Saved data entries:

====

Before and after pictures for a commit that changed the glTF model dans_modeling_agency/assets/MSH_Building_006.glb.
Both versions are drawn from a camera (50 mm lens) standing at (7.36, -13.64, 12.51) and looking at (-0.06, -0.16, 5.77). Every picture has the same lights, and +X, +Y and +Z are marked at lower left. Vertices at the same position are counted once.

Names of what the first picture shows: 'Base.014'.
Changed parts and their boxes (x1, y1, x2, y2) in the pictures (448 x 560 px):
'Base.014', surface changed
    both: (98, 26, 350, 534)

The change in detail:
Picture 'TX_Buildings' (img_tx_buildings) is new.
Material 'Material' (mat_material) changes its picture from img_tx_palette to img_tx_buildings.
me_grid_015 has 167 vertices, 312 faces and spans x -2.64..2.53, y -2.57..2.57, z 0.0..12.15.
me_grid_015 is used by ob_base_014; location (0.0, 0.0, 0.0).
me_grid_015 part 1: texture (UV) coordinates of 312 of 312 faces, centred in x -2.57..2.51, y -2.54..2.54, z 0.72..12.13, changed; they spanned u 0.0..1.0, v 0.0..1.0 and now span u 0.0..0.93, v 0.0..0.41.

====

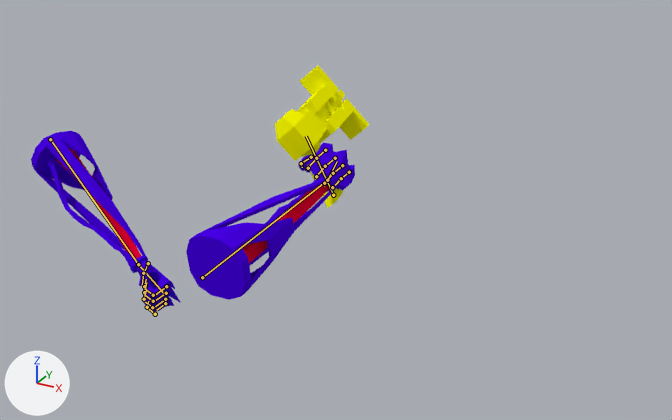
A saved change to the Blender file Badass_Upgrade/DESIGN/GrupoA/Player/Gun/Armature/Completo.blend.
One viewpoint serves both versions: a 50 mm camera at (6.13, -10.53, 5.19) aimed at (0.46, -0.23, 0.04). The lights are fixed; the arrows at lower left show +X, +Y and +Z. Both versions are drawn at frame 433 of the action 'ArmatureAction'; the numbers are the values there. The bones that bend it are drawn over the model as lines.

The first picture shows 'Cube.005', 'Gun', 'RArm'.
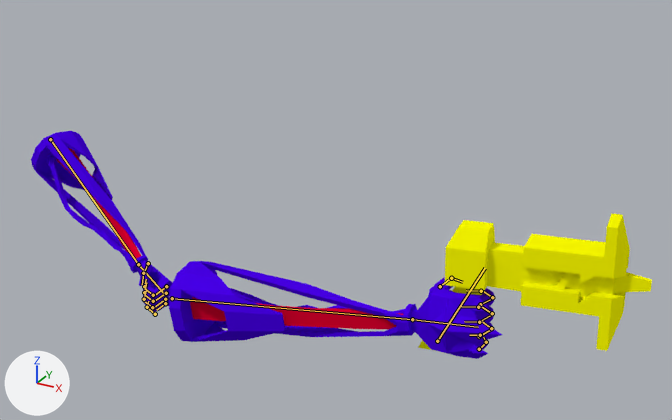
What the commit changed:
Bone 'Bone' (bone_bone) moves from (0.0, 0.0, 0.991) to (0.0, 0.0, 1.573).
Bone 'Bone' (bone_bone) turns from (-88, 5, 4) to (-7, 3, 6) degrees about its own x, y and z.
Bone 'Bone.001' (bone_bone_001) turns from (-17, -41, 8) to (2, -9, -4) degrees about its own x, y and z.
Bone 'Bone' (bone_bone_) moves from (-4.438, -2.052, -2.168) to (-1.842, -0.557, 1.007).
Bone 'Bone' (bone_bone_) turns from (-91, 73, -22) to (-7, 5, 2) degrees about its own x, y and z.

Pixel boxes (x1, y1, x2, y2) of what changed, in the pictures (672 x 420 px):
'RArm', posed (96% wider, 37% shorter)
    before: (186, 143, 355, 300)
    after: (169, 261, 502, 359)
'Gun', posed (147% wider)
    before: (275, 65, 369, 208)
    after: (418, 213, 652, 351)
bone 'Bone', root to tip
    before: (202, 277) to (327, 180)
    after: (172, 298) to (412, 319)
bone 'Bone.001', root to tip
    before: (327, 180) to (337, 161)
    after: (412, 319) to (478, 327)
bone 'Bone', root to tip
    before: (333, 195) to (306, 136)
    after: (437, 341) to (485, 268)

====

ASSIGNED TASK:
The answer must be every line of the records that contains the word "wider".

RESULT:
'RArm', posed (96% wider, 37% shorter)
'Gun', posed (147% wider)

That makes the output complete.